Search code examples
pythonscikit-learncosine-similarity

Cosine similarity output different scipy vs sklearn


I'm sure I'm overlooking something but why are these outputs different?

scikit learn

from sklearn.metrics.pairwise import cosine_similarity
cosine_similarity([[3,5,1]],[[1,2,3]])

### output `array([[0.72280632]])`

scipy

from scipy.spatial.distance import cosine
cosine([3,5,1],[1,2,3])

### output 0.27719367767579906

Why aren't these the same? From my calculations, it doesn't seem that it's the difference between using the L1 or L2 norm in the denominator


Solution

  • The definitions for cosine distance that they use are different.

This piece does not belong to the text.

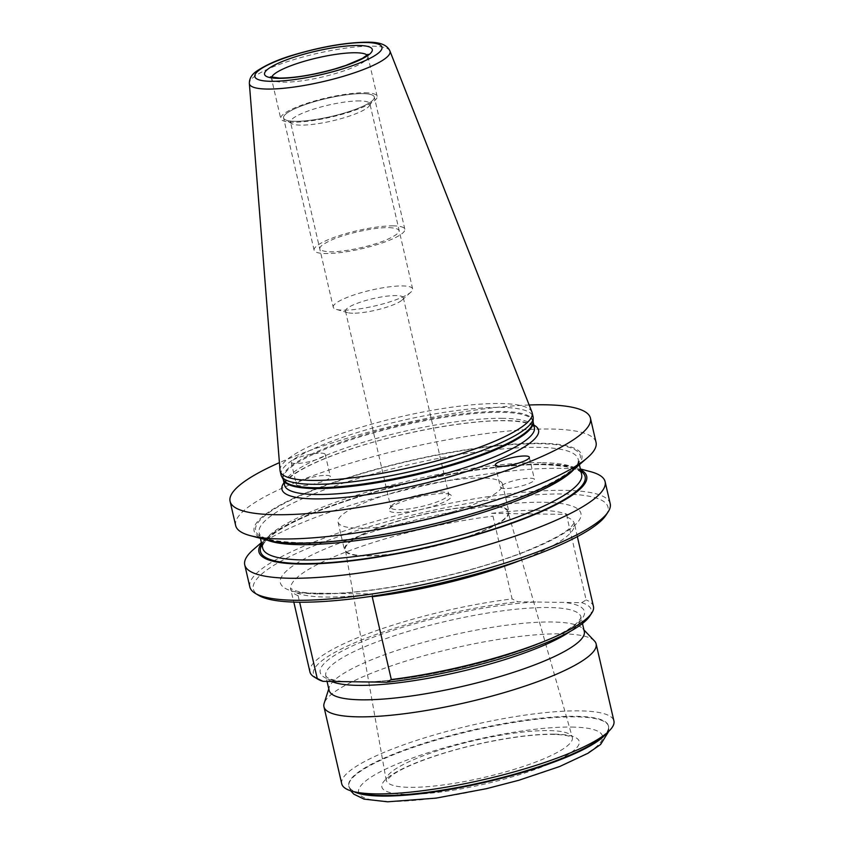 <?xml version="1.0" encoding="UTF-8"?>
<svg xmlns="http://www.w3.org/2000/svg" width="844" height="844" viewBox="0 0 844 844"><rect width="100%" height="100%" fill="white"/><g stroke="black" fill="none" stroke-linecap="round" stroke-linejoin="round"><path stroke-width="0.63" stroke-dasharray="4.22 3.17" d="M605.95 515.22A182.009 36.334 -13 0 0 563.127 493.993A182.009 36.334 -13 0 0 347.137 533.703A182.009 36.334 -13 0 0 258.697 595.389M610.201 503.72A184.92 36.914 -13 0 0 564.604 490.353A184.92 36.914 -13 0 0 361.897 525.348A184.92 36.914 -13 0 0 249.835 586.918M529.146 404.993A184.92 36.914 -13 0 0 279.406 462.649M235.676 525.59A184.92 36.914 167 0 1 347.739 464.021A184.92 36.914 167 0 1 550.446 429.026A184.92 36.914 167 0 1 596.043 442.393M253.411 549.528A184.92 36.914 167 0 1 387.871 494.457A184.92 36.914 167 0 1 559.519 468.325A184.92 36.914 167 0 1 590.6 471.68M579.385 464.685L578.119 459.189A163.683 32.673 -13 0 1 573.973 469.38A168.178 33.57 167 0 0 540.392 443.237A168.178 33.57 -13 0 0 329.804 483.717A168.178 33.57 -13 0 0 267.337 540.171A163.683 32.673 -13 0 1 259.15 532.828C259.583 538.198 272.338 541.458 297.426 542.608C338.433 543.43 408.654 531.889 468.114 514.502C535.233 496.103 583.046 468.568 578.119 459.189A163.683 32.673 -13 0 0 537.765 447.352A163.683 32.673 -13 0 0 358.341 478.326A163.683 32.673 -13 0 0 259.15 532.828L260.427 538.324M320.931 453.133A17.46 3.481 167 0 1 325.235 454.399A17.46 3.481 167 0 1 314.654 460.212A17.46 3.481 167 0 1 295.516 463.514A17.46 3.481 167 0 1 291.212 462.259A17.46 3.481 167 0 1 301.793 456.446A17.46 3.481 167 0 1 320.931 453.133M281.031 474.95A129.343 25.816 -13 0 1 359.407 431.885A129.343 25.816 -13 0 1 501.199 407.409A129.343 25.816 167 0 1 533.081 416.767M531.963 412.136A129.343 25.816 -13 0 0 500.302 403.527A129.343 25.816 -13 0 0 360.251 427.465A129.343 25.816 -13 0 0 280.018 470.308M364.935 92.766A49.469 9.875 167 0 1 377.131 96.343A49.469 9.875 167 0 1 347.158 112.811A49.469 9.875 167 0 1 292.931 122.18A49.469 9.875 167 0 1 280.736 118.603A49.469 9.875 167 0 1 310.708 102.135A49.469 9.875 167 0 1 364.935 92.766M362.825 93.631A46.557 9.295 -13 0 0 307.564 103.791A46.557 9.295 -13 0 0 284.945 119.574A46.557 9.295 -13 0 0 295.052 121.314A46.557 9.295 -13 0 0 341.693 113.792A46.557 9.295 -13 0 0 373.776 99.064A46.557 9.295 -13 0 0 362.825 93.631A46.557 9.295 -13 0 0 311.784 102.44A46.557 9.295 -13 0 0 283.573 117.949A46.557 9.295 -13 0 0 295.052 121.314A46.557 9.295 -13 0 0 346.082 112.505A46.557 9.295 -13 0 0 374.303 96.997A46.557 9.295 -13 0 0 362.825 93.631M359.871 100.921A40.734 8.134 -13 0 0 315.213 108.633A40.734 8.134 -13 0 0 290.526 122.19A40.734 8.134 -13 0 0 291.729 123.614A40.734 8.134 -13 0 0 300.569 125.134A40.734 8.134 -13 0 0 341.377 118.561A40.734 8.134 -13 0 0 369.45 105.669A40.734 8.134 -13 0 0 369.915 103.865A40.734 8.134 -13 0 0 359.871 100.921M333.243 307.227A40.734 8.134 -13 0 1 357.93 293.659A40.734 8.134 -13 0 1 402.588 285.947A40.734 8.134 167 0 1 412.632 288.891A40.734 8.134 167 0 1 410.901 292.119A40.734 8.134 167 0 1 381.382 304.336A40.734 8.134 167 0 1 343.286 310.17A40.734 8.134 -13 0 1 336.218 309.368A40.734 8.134 -13 0 1 333.243 307.227L290.526 122.19M352.803 313.219A29.677 5.929 167 0 1 347.644 312.639A29.677 5.929 167 0 1 345.481 311.077A29.677 5.929 167 0 1 363.469 301.192A29.677 5.929 167 0 1 396.005 295.579A29.677 5.929 167 0 1 403.316 297.721A29.677 5.929 167 0 1 402.06 300.074A29.677 5.929 167 0 1 380.56 308.978A29.677 5.929 167 0 1 352.803 313.219M403.316 297.721L448.681 494.194A29.677 5.929 -13 0 1 430.693 504.068A29.677 5.929 -13 0 1 398.157 509.692A29.677 5.929 167 0 1 390.835 507.539A29.677 5.929 167 0 1 391.173 506.231A29.677 5.929 167 0 1 411.629 496.831A29.677 5.929 167 0 1 441.359 492.041A29.677 5.929 -13 0 1 447.795 493.16L450.517 494.774A32.009 6.393 167 0 1 434.955 505.619A32.009 6.393 167 0 1 396.975 512.603A32.009 6.393 167 0 1 389.443 508.869A32.009 6.393 167 0 1 411.503 498.741A32.009 6.393 167 0 1 443.564 493.571A32.009 6.393 167 0 1 450.517 494.774M448.681 494.194A29.677 5.929 -13 0 0 447.795 493.16M502.496 484.108A84.389 16.848 167 0 0 481.692 478.01A84.389 16.848 -13 0 0 389.189 493.972A84.389 16.848 -13 0 0 338.043 522.077A84.389 16.848 -13 0 0 358.858 528.175A84.389 16.848 167 0 0 451.361 512.202A84.389 16.848 167 0 0 502.496 484.108L508.911 511.886A84.389 16.848 167 0 1 457.775 539.981A84.389 16.848 167 0 1 365.273 555.953A84.389 16.848 -13 0 1 344.457 549.855A84.389 16.848 -13 0 1 395.593 521.761A84.389 16.848 -13 0 1 488.106 505.788A84.389 16.848 167 0 1 508.911 511.886M508.014 511.918A83.514 16.669 167 0 0 487.463 506.052A83.514 16.669 -13 0 0 396.3 521.729A83.514 16.669 -13 0 0 345.28 549.497A83.514 16.669 -13 0 0 365.906 555.7A83.514 16.669 167 0 0 457.838 539.77A83.514 16.669 167 0 0 508.014 511.918L572.306 737.297A95.456 19.053 -13 0 0 548.822 730.587A95.456 19.053 -13 0 0 444.619 748.522A95.456 19.053 -13 0 0 386.299 780.246A95.456 19.053 -13 0 0 409.867 787.336A95.456 19.053 -13 0 0 514.946 769.137A95.456 19.053 -13 0 0 572.306 737.297L570.059 736.517C566.651 735.272 560.933 734.575 552.904 734.407C526.139 733.805 477.324 742.425 439.756 754.536C416.989 761.9 400.932 768.905 391.574 775.552L386.299 780.763L345.28 549.497M602.257 737.002A133.268 26.607 167 0 0 608.492 725.924A133.268 26.607 167 0 0 575.64 716.292A133.268 26.607 -13 0 0 429.543 741.517A133.268 26.607 -13 0 0 348.783 785.891A133.268 26.607 -13 0 0 359.249 793.107M341.736 783.802A139.671 27.884 -13 0 1 426.368 737.297A139.671 27.884 -13 0 1 579.48 710.859A139.671 27.884 167 0 1 613.915 720.955M594.45 640.944A139.671 27.884 167 0 0 561.693 633.823A139.671 27.884 -13 0 0 416.103 658.004A139.671 27.884 -13 0 0 324.149 703.347M329.118 690.36A130.947 26.143 -13 0 1 329.308 687.153A130.947 26.143 -13 0 1 415.522 644.647A130.947 26.143 -13 0 1 552.008 621.986A130.947 26.143 167 0 1 582.719 628.653A130.947 26.143 167 0 1 584.291 631.449M340.839 681.593A135.599 27.071 167 0 1 364.281 640.775A135.599 27.071 167 0 1 535.676 602.015L563.845 602.416A135.599 27.071 167 0 1 540.392 643.223A135.599 27.071 167 0 1 369.007 681.984M372.193 596.729L372.373 593.965L296.677 592.91L298.132 595.706L299.641 602.215M491.514 513.342L567.21 514.397A145.991 29.139 -13 0 0 538.683 510.261A145.991 29.139 167 0 0 491.514 513.342L492.98 516.127L512.086 598.923A145.495 29.044 -13 0 0 309.938 671.951M296.677 592.91A145.991 29.139 -13 0 0 325.204 597.035A145.991 29.139 167 0 0 372.373 593.965M567.21 514.397L567.031 517.161L586.147 599.957L581.664 602.658L563.845 602.416M593.459 606.498A145.495 29.044 -13 0 0 586.147 599.957M535.676 602.015L517.857 601.772L512.086 598.923M317.629 679.051A142.583 28.464 167 0 1 366.444 638.053A142.583 28.464 167 0 1 517.857 601.772M581.664 602.658A142.583 28.464 167 0 1 589.661 616.247M326.069 475.362A17.46 3.481 167 0 1 330.373 476.628A17.46 3.481 167 0 1 319.792 482.441A17.46 3.481 167 0 1 300.654 485.743A17.46 3.481 167 0 1 296.349 484.477A17.46 3.481 167 0 1 306.921 478.664A17.46 3.481 167 0 1 326.069 475.362M504.733 488.592A17.46 3.481 167 0 1 500.418 487.326A17.46 3.481 167 0 1 511 481.513A17.46 3.481 167 0 1 530.137 478.21A17.46 3.481 167 0 1 534.442 479.466A17.46 3.481 167 0 1 523.871 485.279A17.46 3.481 167 0 1 504.733 488.592M261.587 543.367A168.178 33.57 -13 0 1 266.81 537.923A168.178 33.57 -13 0 1 389.095 487.843A168.178 33.57 -13 0 1 545.203 464.073A168.178 33.57 167 0 1 573.466 467.122A168.178 33.57 167 0 1 580.556 469.728M393.346 225.875A46.557 9.295 -13 0 0 342.316 234.685A46.557 9.295 -13 0 0 314.105 250.193A46.557 9.295 -13 0 0 325.584 253.559A46.557 9.295 -13 0 0 376.614 244.749A46.557 9.295 -13 0 0 404.835 229.241A46.557 9.295 -13 0 0 393.346 225.875M389.116 227.606C403.432 228.545 402.366 232.712 385.919 240.086C370.442 246.564 343.55 252.187 329.814 251.828C315.508 250.879 316.574 246.722 333.011 239.348C348.488 232.87 375.39 227.247 389.116 227.606M317.903 593.933A154.22 30.785 167 0 1 331.091 546.458A154.22 30.785 167 0 1 543.42 502.264A154.22 30.785 167 0 1 530.232 549.729A154.22 30.785 167 0 1 317.903 593.933M533.809 425.059A131.675 26.28 167 0 0 506.094 420.607A131.675 26.28 -13 0 0 375.78 441.423A131.675 26.28 -13 0 0 284.017 482.726M502.781 418.318A128.183 25.584 -13 0 0 362.276 442.572A128.183 25.584 -13 0 0 284.597 485.247C285.546 483.454 282.307 483.359 293.385 474.824C306.172 465.877 327.345 456.646 356.875 447.141C406.143 431.273 469.834 419.995 505.282 420.766C515.832 420.956 523.66 421.937 528.755 423.709L532.997 425.798L534.389 427.581A128.183 25.584 167 0 0 502.781 418.318M283.278 479.519L283.225 479.276A128.183 25.584 -13 0 1 360.894 436.601A128.183 25.584 -13 0 1 501.41 412.347A128.183 25.584 167 0 1 533.007 421.61A128.183 25.584 167 0 1 533.06 421.884M533.07 421.852L533.06 422.127A128.299 25.605 167 0 0 501.294 411.45A128.299 25.605 -13 0 0 357.508 436.696A128.299 25.605 -13 0 0 283.405 479.761L283.225 479.276A128.183 25.584 -13 0 0 283.289 479.55M389.917 50.978A72.162 14.401 -13 0 0 372.257 46.167A72.162 14.401 -13 0 0 294.123 59.523A72.162 14.401 -13 0 0 249.349 83.429M367.214 55.187A49.469 9.875 167 0 1 367.9 56.337A49.469 9.875 167 0 1 337.927 72.806A49.469 9.875 167 0 1 283.7 82.174A49.469 9.875 167 0 1 271.504 78.597A49.469 9.875 167 0 1 271.62 77.258M554.265 734.143A101.269 20.214 -13 0 0 414.794 763.324A101.269 20.214 -13 0 0 406.861 794.341A101.269 20.214 -13 0 0 546.321 765.16A101.269 20.214 -13 0 0 554.265 734.143M571.631 727.053A125.123 24.972 167 0 1 561.819 765.371A125.123 24.972 167 0 1 389.495 801.431A125.123 24.972 -13 0 1 399.307 763.103A125.123 24.972 -13 0 1 571.631 727.053M350.787 790.807L348.91 786.439A133.268 26.607 -13 0 1 429.67 742.066A133.268 26.607 -13 0 1 575.766 716.851A133.268 26.607 167 0 1 608.619 726.484A133.268 26.607 167 0 1 606.382 733.425M348.783 785.891L348.91 786.439A133.268 26.607 -13 0 0 353.963 791.704M331.587 681.456A130.947 26.143 167 0 1 325.784 675.896A130.947 26.143 167 0 1 405.131 632.304A130.947 26.143 167 0 1 548.674 607.522A130.947 26.143 167 0 1 580.957 616.985A130.947 26.143 167 0 1 570.259 631.386M298.132 595.706A145.495 29.044 167 0 1 290.821 589.165A145.495 29.044 167 0 1 492.98 516.127M567.031 517.161A145.495 29.044 167 0 1 574.353 523.702A145.495 29.044 167 0 1 520.653 560.3M580.894 471.216A166.584 33.254 -13 0 0 544.053 464.548A166.584 33.254 -13 0 0 375.77 491.841A166.584 33.254 -13 0 0 261.925 544.855M541.289 462.639A163.683 32.673 -13 0 0 361.865 493.603A163.683 32.673 -13 0 0 262.684 548.104C262.558 546.859 260.817 543.504 275.017 532.902C291.95 521.297 319.433 509.449 357.445 497.38C419.616 477.63 498.836 463.725 543.367 464.675C568.455 465.825 581.221 469.095 581.643 474.465A163.683 32.673 -13 0 0 541.289 462.639M296.75 542.745A166.584 33.254 -13 0 0 526.171 494.732A166.584 33.254 -13 0 0 539.242 443.712A166.584 33.254 -13 0 0 309.811 491.714A166.584 33.254 -13 0 0 296.75 542.745M270.439 76.836L271.504 78.597L280.736 118.603M377.131 96.343L367.9 56.337L368.079 54.29M291.729 123.614L284.945 119.574M369.45 105.669L373.776 99.064M412.632 288.891L369.915 103.865M347.644 312.639L336.218 309.368M345.481 311.077L390.835 507.539M402.06 300.074L410.901 292.119M338.043 522.077L344.457 549.855M608.492 725.924L608.841 731.231M582.719 628.653L583.942 629.941M329.308 687.153L328.77 688.852M350.038 681.963C331.375 680.918 327.609 677.816 326.839 677.152L325.784 675.896L327.05 681.393M577.338 536.636L574.31 522.837L570.945 527.036C565.079 533.165 549.877 541.289 525.337 551.396C467.228 574.933 368.923 595.009 319.971 593.532C308.208 593.269 299.736 592.224 294.545 590.41L290.473 588.374L293.807 602.099M361.928 682.068C412.41 681.625 505.45 660.156 551.079 638.412C563.476 632.631 572.126 627.44 577.032 622.851L580.545 618.568L580.957 616.985L582.466 623.516M391.173 506.231L389.443 508.869M325.235 454.399L330.373 476.628M291.212 462.259L296.349 484.477M495.291 465.097L500.418 487.326M529.315 457.248L534.442 479.466M573.466 467.122L580.377 468.958M266.81 537.923L261.408 542.597M314.105 250.193L283.573 117.949M404.835 229.241L374.303 96.997"/><path stroke-width="1.27" d="M244.749 564.889L249.835 586.918A184.92 36.914 -13 0 0 255.31 593.374L258.697 595.389A182.009 36.334 -13 0 0 298.196 602.194A182.009 36.334 -13 0 0 480.531 572.812A182.009 36.334 -13 0 0 605.95 515.22L608.113 511.918A184.92 36.914 -13 0 0 610.201 503.72L605.116 481.692A184.92 36.914 167 0 1 493.054 543.262A184.92 36.914 167 0 1 290.347 578.256A184.92 36.914 167 0 1 244.749 564.889A184.92 36.914 167 0 1 253.411 549.528L261.408 542.597M255.31 593.374A184.92 36.914 -13 0 0 295.432 600.284A184.92 36.914 -13 0 0 480.679 570.428A184.92 36.914 -13 0 0 608.113 511.918M279.406 462.649A184.92 36.914 -13 0 0 230.085 501.347A184.92 36.914 -13 0 0 275.682 514.713A184.92 36.914 167 0 0 478.39 479.719A184.92 36.914 167 0 0 590.441 418.149A184.92 36.914 167 0 0 544.855 404.782A184.92 36.914 -13 0 0 529.146 404.993M590.441 418.149L596.043 442.393A184.92 36.914 167 0 1 587.382 457.764A184.92 36.914 167 0 1 452.933 512.836A184.92 36.914 167 0 1 281.274 538.957A184.92 36.914 167 0 1 250.204 535.613A184.92 36.914 167 0 1 235.676 525.59L230.085 501.347M573.973 469.38A163.683 32.673 -13 0 1 457.786 519.82A163.683 32.673 -13 0 1 299.504 544.654A163.683 32.673 -13 0 1 267.348 540.171A168.178 33.57 -13 0 0 295.59 543.219A168.178 33.57 167 0 0 451.709 519.45A168.178 33.57 167 0 0 573.983 469.369L587.382 457.764M580.377 468.958L590.6 471.68A184.92 36.914 167 0 1 605.116 481.692M499.595 466.363A17.46 3.481 167 0 1 495.291 465.097A17.46 3.481 167 0 1 505.872 459.284A17.46 3.481 167 0 1 525.01 455.982A17.46 3.481 167 0 1 529.315 457.248A17.46 3.481 167 0 1 518.733 463.061A17.46 3.481 167 0 1 499.595 466.363M532.184 412.874L533.081 416.767A129.343 25.816 167 0 1 533.218 418.181A129.343 25.816 167 0 1 451.498 460.803A129.343 25.816 167 0 1 312.924 484.308A129.343 25.816 -13 0 1 281.537 476.28A129.343 25.816 -13 0 1 281.031 474.95L280.134 471.068A129.343 25.816 -13 0 0 312.027 480.415A129.343 25.816 -13 0 0 453.808 455.939A129.343 25.816 -13 0 0 532.184 412.874A129.343 25.816 -13 0 0 531.963 412.136L389.917 50.978C387.269 44.922 379.811 42 367.541 42.2C346.715 42.369 322.535 46.473 295.02 54.501C279.174 59.027 266.219 64.682 256.165 71.487C251.586 74.747 249.318 78.724 249.349 83.429A72.162 14.401 -13 0 0 267.21 89.063A72.162 14.401 -13 0 0 347.285 75.116A72.162 14.401 -13 0 0 389.917 50.978M249.349 83.429L280.018 470.308A129.343 25.816 -13 0 0 280.134 471.068M352.697 791.366L359.249 793.107A133.268 26.607 -13 0 0 381.646 795.523A133.268 26.607 167 0 0 505.356 776.691A133.268 26.607 167 0 0 602.257 737.002L607.374 732.56A139.671 27.884 167 0 1 505.82 774.159A139.671 27.884 167 0 1 376.171 793.898A139.671 27.884 -13 0 1 352.697 791.366A139.671 27.884 -13 0 1 341.736 783.802L323.948 706.755A139.671 27.884 -13 0 0 358.383 716.851A139.671 27.884 167 0 0 511.496 690.424A139.671 27.884 167 0 0 596.128 643.919L613.915 720.955A139.671 27.884 167 0 1 607.374 732.56M328.77 688.852L324.149 703.347A139.671 27.884 -13 0 0 323.948 706.755M583.942 629.941L594.45 640.944A139.671 27.884 167 0 1 596.128 643.919M582.466 623.516L584.291 631.449A130.947 26.143 167 0 1 504.944 675.042A130.947 26.143 167 0 1 361.401 699.824A130.947 26.143 -13 0 1 329.118 690.36L327.05 681.393M372.098 596.212L391.31 679.525A145.495 29.044 -13 0 0 591.823 612.944L589.661 616.247A142.583 28.464 167 0 1 386.826 682.226L323.02 681.34A142.583 28.464 167 0 1 317.629 679.051L314.242 677.025A145.495 29.044 -13 0 0 317.249 678.492L323.02 681.34M299.641 602.215L317.249 678.492M386.826 682.226L391.31 679.525M293.807 602.099L309.938 671.951A145.495 29.044 -13 0 0 314.242 677.025M591.823 612.944A145.495 29.044 -13 0 0 593.459 606.498L577.338 536.636M580.556 469.728A168.178 33.57 167 0 1 501.906 526.719A168.178 33.57 167 0 1 300.401 564.056A168.178 33.57 -13 0 1 261.587 543.367M284.017 482.726A131.675 26.28 -13 0 0 314.432 498.888A131.675 26.28 167 0 0 472.144 469.675A131.675 26.28 167 0 0 533.809 425.059M283.278 479.519L284.597 485.247A128.183 25.584 -13 0 0 316.205 494.51A128.183 25.584 167 0 0 456.709 470.256A128.183 25.584 167 0 0 534.389 427.581L533.07 421.852M533.06 421.884A128.183 25.584 167 0 1 454.716 464.485A128.183 25.584 167 0 1 314.823 488.549A128.183 25.584 -13 0 1 283.289 479.55M281.537 476.28L283.405 479.761A128.299 25.605 -13 0 0 314.538 487.716A128.299 25.605 167 0 0 452.004 464.4A128.299 25.605 167 0 0 533.06 422.127L533.218 418.181M365.906 42.516A65.252 13.029 -13 0 0 276.041 61.317A65.252 13.029 -13 0 0 270.924 81.309A65.252 13.029 -13 0 0 360.789 62.498A65.252 13.029 -13 0 0 365.906 42.516M358.658 45.481A55.282 11.035 -13 0 0 282.518 61.412A55.282 11.035 -13 0 0 278.182 78.344A55.282 11.035 -13 0 0 354.322 62.414A55.282 11.035 -13 0 0 358.658 45.481M271.62 77.258A49.469 9.875 167 0 1 304.399 61.253A49.469 9.875 167 0 1 355.704 52.761A49.469 9.875 167 0 1 367.214 55.187M606.382 733.425A133.268 26.607 167 0 1 513.257 775.13A133.268 26.607 167 0 1 381.773 796.071A133.268 26.607 -13 0 1 353.963 791.704M570.259 631.386A130.947 26.143 167 0 1 358.067 685.37A130.947 26.143 167 0 1 331.587 681.456M520.653 560.3A145.495 29.044 167 0 1 372.193 596.729M261.925 544.855A166.584 33.254 -13 0 0 301.561 563.581A166.584 33.254 -13 0 0 497.96 527.658A166.584 33.254 -13 0 0 580.894 471.216M260.427 538.324L262.684 548.104A163.683 32.673 -13 0 0 303.038 559.941A163.683 32.673 -13 0 0 482.462 528.966A163.683 32.673 -13 0 0 581.643 474.465L579.385 464.685M267.337 540.171L250.204 535.613M368.079 54.29L362.456 58.341L345.977 65.378L334.773 68.944C313.156 74.958 294.746 78.007 279.543 78.081L270.439 76.836M608.841 731.231L600.601 744.482L587.973 753.27L559.614 766.542L518.807 780.278L486.408 788.697L436.031 798.129L387.586 801.8L364.049 799.12L353.752 794.12L350.787 790.807"/></g></svg>

    The docstring for sklearn.metrics.pairwise.cosine_similarity says:

    Compute cosine similarity between samples in X and Y. Cosine similarity, or the cosine kernel, computes similarity as the normalized dot product of X and Y:

    $cosine(X, Y) = < X, Y > / (||X|| * ||Y||)$

    While scipy.spatial.distance.cosine says:

    The Cosine distance between X and Y, is defined as

    $cosine(X, Y) = 1 - < X, Y > / (||X|| * ||Y||)$.

    where $< X, Y >$ is the dot product between $X$ and $Y$ and $||X||$ is the L2 norm.

    (I changed the doc strings a little to use the same variable names and mathematical conventions for an easier comparison.)

    Basically, you have 1 - cosine_sklearn = cosine_scipy.